Abstract Anodic dissolution of carbon steel in solution mixtures of simulated CO2–H2S in the presence of formic acid (0–500 ppm) was investigated using electrochemical methods such as potentiodynamic polarization and electrochemical impedance spectroscopy (EIS). The results show that the corrosion rate increases with an increase in the concentration of formic acid. Potentiodynamic polarization data revealed that the increase in cathodic current density plays a significant role in the increase of carbon steel corrosion rate. A combination of equivalent circuits was employed to model the impedance spectra of the carbon steel electrode acquired at open circuit potential and different overpotentials. The EIS data obtained at various overpotentials were further analyzed by reaction mechanism analysis (RMA) approach to interpret the dissolution mechanism.

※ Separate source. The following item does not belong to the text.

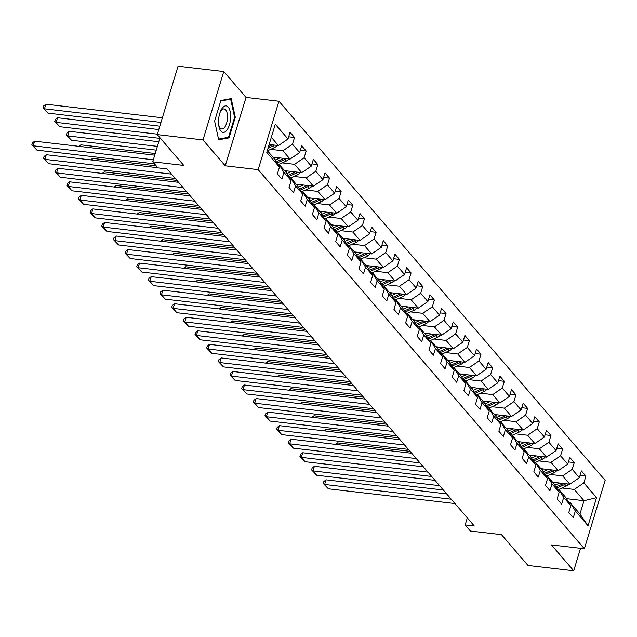 <?xml version="1.0" encoding="UTF-8"?>
<svg xmlns="http://www.w3.org/2000/svg" width="637" height="637" viewBox="0 0 637 637"><rect width="100%" height="100%" fill="white"/><g stroke="black" fill="none" stroke-linecap="round" stroke-linejoin="round"><path stroke-width="0.96" d="M223.762 71.519L178.049 66.192L157.259 134.598L202.98 139.925L225.243 165.803L258.16 169.641L278.942 101.235L246.025 97.397L223.762 71.519L202.98 139.925M258.16 169.641L584.368 548.768L605.15 480.362L278.942 101.235M584.368 548.768L551.451 544.93L573.714 570.808L580.546 548.322M573.714 570.808L528.001 565.481L501.478 534.658L470.385 531.035L465.161 524.952L474.302 526.019L167.069 168.948L157.928 167.881L152.697 161.798L183.782 165.421L157.259 134.598M267.277 150.611L274.38 158.868L279.452 167.117L277.398 173.861L281.88 179.077L283.935 172.324L291.109 180.661L289.055 187.405L293.538 192.621L295.592 185.869L302.758 194.205L300.712 200.958L305.195 206.165L307.241 199.421L314.415 207.758L312.369 214.502L316.852 219.709L318.898 212.965L326.072 221.302L324.018 228.046L328.501 233.261L330.555 226.509L337.729 234.846L335.675 241.598L340.158 246.806L342.212 240.061L349.387 248.39L347.332 255.142L351.815 260.35L353.869 253.606L361.036 261.942L358.989 268.687L363.472 273.902L365.519 267.15L372.693 275.487L370.646 282.239L375.129 287.446L377.176 280.694L384.35 289.031L382.296 295.783L386.778 300.99L388.833 294.246L396.007 302.583L393.953 309.327L398.436 314.535L400.49 307.79L407.664 316.127L405.61 322.871L410.093 328.087L412.147 321.335L419.313 329.671L417.267 336.424L421.75 341.631L423.796 334.887L430.97 343.224L428.924 349.968L433.407 355.175L435.453 348.431L442.627 356.768L440.581 363.512L445.064 368.727L447.11 361.975L454.285 370.312L452.23 377.064L456.713 382.272L458.767 375.519L465.942 383.856L463.887 390.608L468.37 395.816L470.424 389.072L477.591 397.408L475.544 404.153L480.027 409.368L482.074 402.616L489.248 410.953L487.201 417.705L491.684 422.912L493.731 416.16L500.905 424.497L498.859 431.249L503.341 436.456L505.388 429.712L512.562 438.049L510.508 444.793L514.991 450.001L517.045 443.256L524.219 451.593L522.165 458.337L526.648 463.553L528.702 456.801L535.868 465.137L533.822 471.89L538.305 477.097L540.351 470.353L547.525 478.682L545.479 485.434L549.962 490.641L552.008 483.897L559.182 492.234L557.136 498.978L561.619 504.193L563.665 497.441L570.84 505.778L568.785 512.53L573.268 517.738L575.322 510.985L588.023 525.748L596.558 497.648L584.01 500.722L574.295 489.431L562.009 487.998M279.452 167.117L266.752 152.354L275.288 124.247L287.988 139.009L290.034 132.265L294.517 137.473L288.665 136.788M596.558 497.648L583.858 482.886L585.913 476.142L581.43 470.926L579.375 477.678L572.201 469.342L574.256 462.589L569.773 457.382L567.718 464.126L560.552 455.789L562.598 449.045L558.116 443.838L556.069 450.582L548.895 442.245L550.941 435.501L546.458 430.286L544.412 437.038L537.238 428.701L539.284 421.949L534.801 416.741L532.755 423.494L525.581 415.157L527.635 408.405L523.152 403.197L521.098 409.941L513.924 401.605L515.978 394.86L511.495 389.645L509.441 396.397L502.274 388.06L504.321 381.308L499.838 376.101L497.792 382.853L490.617 374.516L492.664 367.764L488.181 362.557L486.135 369.301L478.96 360.964L481.007 354.22L476.524 349.012L474.477 355.757L467.303 347.42L469.358 340.676L464.875 335.46L462.82 342.212L455.646 333.876L457.7 327.123L453.218 321.916L451.163 328.66L443.997 320.331L446.043 313.579L441.56 308.372L439.514 315.116L432.34 306.779L434.386 300.035L429.903 294.82L427.857 301.572L420.683 293.235L422.729 286.483L418.246 281.275L416.2 288.028L409.026 279.691L411.08 272.939L406.597 267.731L404.543 274.475L397.369 266.139L399.423 259.394L394.94 254.179L392.886 260.931L385.711 252.594L387.766 245.85L383.283 240.635L381.229 247.387L374.062 239.05L376.109 232.298L371.626 227.09L369.579 233.835L362.405 225.498L364.452 218.754L359.969 213.546L357.922 220.291L350.748 211.954L352.802 205.21L348.32 199.994L346.265 206.746L339.091 198.41L341.145 191.657L336.662 186.45L334.608 193.202L327.434 184.865L329.488 178.113L325.005 172.906L322.951 179.65L315.785 171.313L317.831 164.569L313.348 159.354L311.302 166.106L304.128 157.769L306.174 151.017L301.691 145.809L299.645 152.561L292.471 144.225L294.517 137.473M291.109 180.661L286.037 172.412L278.863 164.075L277.485 163.916M270.621 149.337L282.908 150.762L290.082 159.099L272.859 157.092M278.863 164.075L283.935 172.324M292.471 144.225L282.908 150.762M299.645 152.561L290.082 159.099M302.758 194.205L297.694 185.956L290.52 177.619L289.142 177.46M282.279 162.881L294.565 164.314L301.739 172.651L284.508 170.636M290.52 177.619L295.592 185.869M304.128 157.769L294.565 164.314M311.302 166.106L301.739 172.651M314.415 207.758L309.351 199.508L302.177 191.172L300.791 191.012M293.936 176.425L306.222 177.858L313.396 186.195L296.165 184.189M302.177 191.172L307.241 199.421M315.785 171.313L306.222 177.858M322.951 179.65L313.396 186.195M326.072 221.302L321 213.053L313.834 204.716L312.448 204.557M305.593 189.969L317.879 191.403L325.045 199.739L307.822 197.733M313.834 204.716L318.898 212.965M327.434 184.865L317.879 191.403M334.608 193.202L325.045 199.739M337.729 234.846L332.657 226.597L325.483 218.26L324.106 218.101M317.242 203.522L329.528 204.955L336.702 213.291L319.479 211.277M325.483 218.26L330.555 226.509M339.091 198.41L329.528 204.955M346.265 206.746L336.702 213.291M349.387 248.39L344.314 240.149L337.14 231.812L335.763 231.645M328.899 217.066L341.185 218.499L348.359 226.836L331.136 224.829M337.14 231.812L342.212 240.061M350.748 211.954L341.185 218.499M357.922 220.291L348.359 226.836M361.036 261.942L355.972 253.693L348.797 245.356L347.42 245.197M340.556 230.61L352.842 232.043L360.016 240.38L342.794 238.373M348.797 245.356L353.869 253.606M362.405 225.498L352.842 232.043M369.579 233.835L360.016 240.38M372.693 275.487L367.629 267.237L360.454 258.901L359.077 258.741M352.213 244.162L364.499 245.587L371.674 253.924L354.443 251.918M360.454 258.901L365.519 267.15M374.062 239.05L364.499 245.587M381.229 247.387L371.674 253.924M384.35 289.031L379.286 280.79L372.112 272.453L370.726 272.286M363.87 257.706L376.156 259.14L383.323 267.476L366.1 265.47M372.112 272.453L377.176 280.694M385.711 252.594L376.156 259.14M392.886 260.931L383.323 267.476M396.007 302.583L390.935 294.334L383.769 285.997L382.383 285.838M375.527 271.251L387.806 272.684L394.98 281.021L377.757 279.014M383.769 285.997L388.833 294.246M397.369 266.139L387.806 272.684M404.543 274.475L394.98 281.021M407.664 316.127L402.592 307.878L395.418 299.541L394.04 299.382M387.177 284.803L399.463 286.228L406.637 294.565L389.414 292.558M395.418 299.541L400.49 307.79M409.026 279.691L399.463 286.228M416.2 288.028L406.637 294.565M419.313 329.671L414.249 321.422L407.075 313.086L405.697 312.926M398.834 298.347L411.12 299.78L418.294 308.117L401.071 306.102M407.075 313.086L412.147 321.335M420.683 293.235L411.12 299.78M427.857 301.572L418.294 308.117M430.97 343.224L425.906 334.974L418.732 326.638L417.354 326.478M410.491 311.891L422.777 313.324L429.951 321.661L412.72 319.655M418.732 326.638L423.796 334.887M432.34 306.779L422.777 313.324M439.514 315.116L429.951 321.661M442.627 356.768L437.563 348.519L430.389 340.182L429.004 340.023M422.148 325.435L434.434 326.869L441.608 335.205L424.377 333.199M430.389 340.182L435.453 348.431M443.997 320.331L434.434 326.869M451.163 328.66L441.608 335.205M454.285 370.312L449.212 362.063L442.046 353.726L440.661 353.567M433.805 338.988L446.091 340.421L453.257 348.75L436.034 346.743M442.046 353.726L447.11 361.975M455.646 333.876L446.091 340.421M462.82 342.212L453.257 348.75M465.942 383.856L460.869 375.615L453.695 367.278L452.318 367.111M445.454 352.532L457.74 353.965L464.914 362.302L447.692 360.295M453.695 367.278L458.767 375.519M467.303 347.42L457.74 353.965M474.477 355.757L464.914 362.302M477.591 397.408L472.527 389.159L465.352 380.822L463.975 380.663M457.111 366.076L469.397 367.509L476.572 375.846L459.349 373.839M465.352 380.822L470.424 389.072M478.96 360.964L469.397 367.509M486.135 369.301L476.572 375.846M489.248 410.953L484.184 402.703L477.009 394.367L475.632 394.207M468.768 379.628L481.054 381.053L488.229 389.39L470.998 387.384M477.009 394.367L482.074 402.616M490.617 374.516L481.054 381.053M497.792 382.853L488.229 389.39M500.905 424.497L495.841 416.248L488.667 407.919L487.281 407.752M480.425 393.172L492.712 394.606L499.886 402.942L482.655 400.936M488.667 407.919L493.731 416.16M502.274 388.06L492.712 394.606M509.441 396.397L499.886 402.942M512.562 438.049L507.49 429.8L500.324 421.463L498.938 421.304M492.082 406.717L504.369 408.15L511.535 416.487L494.312 414.48M500.324 421.463L505.388 429.712M513.924 401.605L504.369 408.15M521.098 409.941L511.535 416.487M524.219 451.593L519.147 443.344L511.973 435.007L510.595 434.848M503.732 420.261L516.018 421.694L523.192 430.031L505.969 428.024M511.973 435.007L517.045 443.256M525.581 415.157L516.018 421.694M532.755 423.494L523.192 430.031M535.868 465.137L530.804 456.888L523.63 448.552L522.252 448.392M515.389 433.813L527.675 435.246L534.849 443.583L517.626 441.568M523.63 448.552L528.702 456.801M537.238 428.701L527.675 435.246M544.412 437.038L534.849 443.583M547.525 478.682L542.461 470.44L535.287 462.104L533.91 461.936M527.046 447.357L539.332 448.79L546.506 457.127L529.275 455.121M535.287 462.104L540.351 470.353M548.895 442.245L539.332 448.79M556.069 450.582L546.506 457.127M559.182 492.234L554.118 483.985L546.944 475.648L545.559 475.489M538.703 460.901L550.989 462.335L558.163 470.671L540.932 468.665M546.944 475.648L552.008 483.897M560.552 455.789L550.989 462.335M567.718 464.126L558.163 470.671M570.84 505.778L565.767 497.529L558.601 489.192L557.216 489.033M550.36 474.454L562.646 475.879L569.812 484.216L552.59 482.209M558.601 489.192L563.665 497.441M572.201 469.342L562.646 475.879M579.375 477.678L569.812 484.216M588.023 525.748L579.965 514.027L570.25 502.744L568.873 502.577M566.476 498.675L584.01 500.722L579.965 514.027M570.25 502.744L575.322 510.985M583.858 482.886L574.295 489.431M159.998 137.775L152.697 161.798M467.303 517.889L465.161 524.952M269.14 144.472L278.425 145.555L271.322 137.297M287.988 139.009L278.425 145.555M585.913 476.142L580.052 475.457M574.256 462.589L568.395 461.913M562.598 449.045L556.738 448.36M550.941 435.501L545.089 434.816M539.284 421.949L533.432 421.272M527.635 408.405L521.775 407.72M515.978 394.86L510.118 394.176M504.321 381.308L498.46 380.631M492.664 367.764L486.803 367.079M481.007 354.22L475.154 353.535M469.358 340.676L463.497 339.991M457.7 327.123L451.84 326.447M446.043 313.579L440.183 312.894M434.386 300.035L428.526 299.35M422.729 286.483L416.877 285.806M411.08 272.939L405.22 272.254M399.423 259.394L393.562 258.71M387.766 245.85L381.905 245.165M376.109 232.298L370.248 231.613M364.452 218.754L358.599 218.069M352.802 205.21L346.942 204.525M341.145 191.657L335.285 190.981M329.488 178.113L323.628 177.428M317.831 164.569L311.971 163.884M306.174 151.017L300.322 150.34M225.243 165.803L246.025 97.397M214.613 121.102L218.69 139.782L229.033 137.863L235.292 117.264L231.207 98.584L220.872 100.503L214.613 121.102M234.583 117.176L235.292 117.264M226.668 137.584L229.033 137.863M454.977 503.556L328.373 488.802L324.631 484.462L326.04 479.836L323.803 481.604L323.238 483.451L324.631 484.462L451.243 499.217M446.664 493.898L326.04 479.836M328.373 488.802L323.238 483.451M555.313 482.528L553.553 483.332M410.053 451.346L337.276 442.866L336.766 444.522M559.644 483.037L554.867 485.211M568.459 484.064A5.438 4.515 139.3 0 1 565.823 486.262L558.816 489.447M563.657 483.499A5.438 4.515 139.3 0 1 563.506 483.571L555.966 487.002M556.666 488.133L564.406 484.614A5.438 4.515 -40.7 0 0 565.791 483.754M335.365 444.363L337.276 442.866M220.935 131.158A13.345 5.916 96.6 0 0 229.439 124.78A13.345 5.916 96.6 0 0 228.237 107.12A13.345 5.916 96.6 0 0 220.354 111.706A13.345 5.916 96.6 0 0 218.754 125.401A13.345 5.916 96.6 0 0 220.935 131.158M218.642 124.462A10.104 4.483 96.6 0 0 220.155 128.045A10.104 4.483 96.6 0 0 221.748 128.985A10.104 4.483 96.6 0 0 227.059 121.388A10.104 4.483 96.6 0 0 225.681 109.843A10.104 4.483 96.6 0 0 224.089 108.903A10.104 4.483 96.6 0 0 220.028 112.59M220.713 101.02L230.65 99.181L234.607 117.28L228.54 137.242L218.539 139.097M229.017 98.99L230.65 99.181M443.32 490.012L316.716 475.258L312.982 470.918L314.383 466.292L312.146 468.052L311.581 469.899L312.982 470.918L439.586 485.673M435.007 480.354L314.383 466.292M316.716 475.258L311.581 469.899M431.663 476.468L305.059 461.714L301.325 457.366L302.726 452.748L300.489 454.507L299.931 456.355L301.325 457.366L427.929 472.121M423.35 466.802L302.726 452.748M305.059 461.714L299.931 456.355M543.656 468.983L541.896 469.78M398.396 437.802L325.618 429.314L325.117 430.978M547.987 469.485L543.21 471.659M556.802 470.512A5.438 4.515 139.3 0 1 554.166 472.718L547.167 475.903M552 469.955A5.438 4.515 139.3 0 1 551.857 470.026L544.317 473.458M545.009 474.589L552.749 471.069A5.438 4.515 -40.7 0 0 554.142 470.202M323.715 430.819L325.618 429.314M531.999 455.439L530.239 456.235M386.739 424.25L313.961 415.77L313.46 417.434M536.33 455.941L531.553 458.114M545.145 456.968A5.438 4.515 139.3 0 1 542.517 459.166L535.51 462.358M540.343 456.411A5.438 4.515 139.3 0 1 540.2 456.474L532.659 459.906M533.352 461.045L541.092 457.517A5.438 4.515 -40.7 0 0 542.485 456.657M312.058 417.267L313.961 415.77M420.014 462.916L293.402 448.161L289.668 443.822L291.069 439.204L288.832 440.963L288.274 442.811L289.668 443.822L416.272 458.576M411.701 453.257L291.069 439.204M293.402 448.161L288.274 442.811M408.357 449.372L281.745 434.617L278.011 430.278L279.42 425.651L277.183 427.411L276.617 429.266L278.011 430.278L404.622 445.032M400.044 439.713L279.42 425.651M281.745 434.617L276.617 429.266M396.7 435.827L270.096 421.073L266.354 416.725L267.763 412.107L265.525 413.867L264.96 415.714L266.354 416.725L392.965 431.488M388.387 426.169L267.763 412.107M270.096 421.073L264.96 415.714M520.341 441.887L518.582 442.691M375.082 410.706L302.304 402.226L301.803 403.89M524.681 442.397L519.903 444.57M533.487 443.424A5.438 4.515 139.3 0 1 530.86 445.621L523.853 448.814M528.686 442.858A5.438 4.515 139.3 0 1 528.543 442.93L521.002 446.362M521.703 447.493L529.443 443.973A5.438 4.515 -40.7 0 0 530.828 443.113M300.401 403.723L302.304 402.226M508.684 428.343L506.933 429.139M363.432 397.162L290.655 388.674L290.146 390.338M513.024 428.844L508.246 431.018M521.838 429.871A5.438 4.515 139.3 0 1 519.203 432.077L512.196 435.262M517.037 429.314A5.438 4.515 139.3 0 1 516.886 429.386L509.345 432.818M510.046 433.948L517.785 430.429A5.438 4.515 -40.7 0 0 519.171 429.561M288.744 390.178L290.655 388.674M497.035 414.798L495.275 415.595M351.775 383.609L278.998 375.129L278.488 376.793M501.367 415.3L496.589 417.474M510.181 416.327A5.438 4.515 139.3 0 1 507.546 418.533L500.539 421.718M505.38 415.77A5.438 4.515 139.3 0 1 505.229 415.842L497.688 419.265M498.389 420.404L506.128 416.877A5.438 4.515 -40.7 0 0 507.514 416.017M277.087 376.626L278.998 375.129M485.378 401.246L483.618 402.051M340.118 370.065L267.341 361.585L266.831 363.249M489.71 401.756L484.932 403.93M498.524 402.783A5.438 4.515 139.3 0 1 495.889 404.981L488.89 408.174M493.723 402.226A5.438 4.515 139.3 0 1 493.579 402.289L486.039 405.721M486.732 406.852L494.471 403.332A5.438 4.515 -40.7 0 0 495.865 402.473M265.438 363.082L267.341 361.585M473.721 387.702L471.961 388.506M328.461 356.521L255.684 348.033L255.182 349.697M478.053 388.204L473.275 390.377M486.867 389.231A5.438 4.515 139.3 0 1 484.239 391.437L477.232 394.622M482.066 388.674A5.438 4.515 139.3 0 1 481.922 388.745L474.382 392.177M475.075 393.308L482.814 389.788A5.438 4.515 -40.7 0 0 484.208 388.928M253.781 349.538L255.684 348.033M462.064 374.158L460.304 374.954M316.804 342.969L244.027 334.489L243.525 336.153M466.395 374.66L461.626 376.833M475.21 375.687A5.438 4.515 139.3 0 1 472.582 377.892L465.575 381.077M470.409 375.129A5.438 4.515 139.3 0 1 470.265 375.201L462.725 378.633M463.418 379.763L471.157 376.244A5.438 4.515 -40.7 0 0 472.55 375.376M242.124 335.994L244.027 334.489M450.407 360.606L448.655 361.41M305.155 329.425L232.378 320.944L231.868 322.609M454.746 361.115L449.969 363.289M463.561 362.142A5.438 4.515 139.3 0 1 460.925 364.34L453.918 367.533M458.759 361.585A5.438 4.515 139.3 0 1 458.608 361.649L451.068 365.081M451.768 366.219L459.508 362.692A5.438 4.515 -40.7 0 0 460.893 361.832M230.467 322.441L232.378 320.944M438.758 347.061L436.998 347.866M293.498 315.88L220.72 307.4L220.211 309.056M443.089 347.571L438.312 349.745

A multi-step reaction model including two dissolution paths and ferrous intermediate adsorbed species determined the dissolution behaviour of carbon steel. The best fit RMA kinetic parameters were retrieved using an optimization technique and the surface coverage of adsorbed species was estimated. Surface morphology of corroded steel surfaces was also examined with field emission scanning electron microscope demonstrating aggressive uniform corrosion of carbon steel in the presence of formic acid.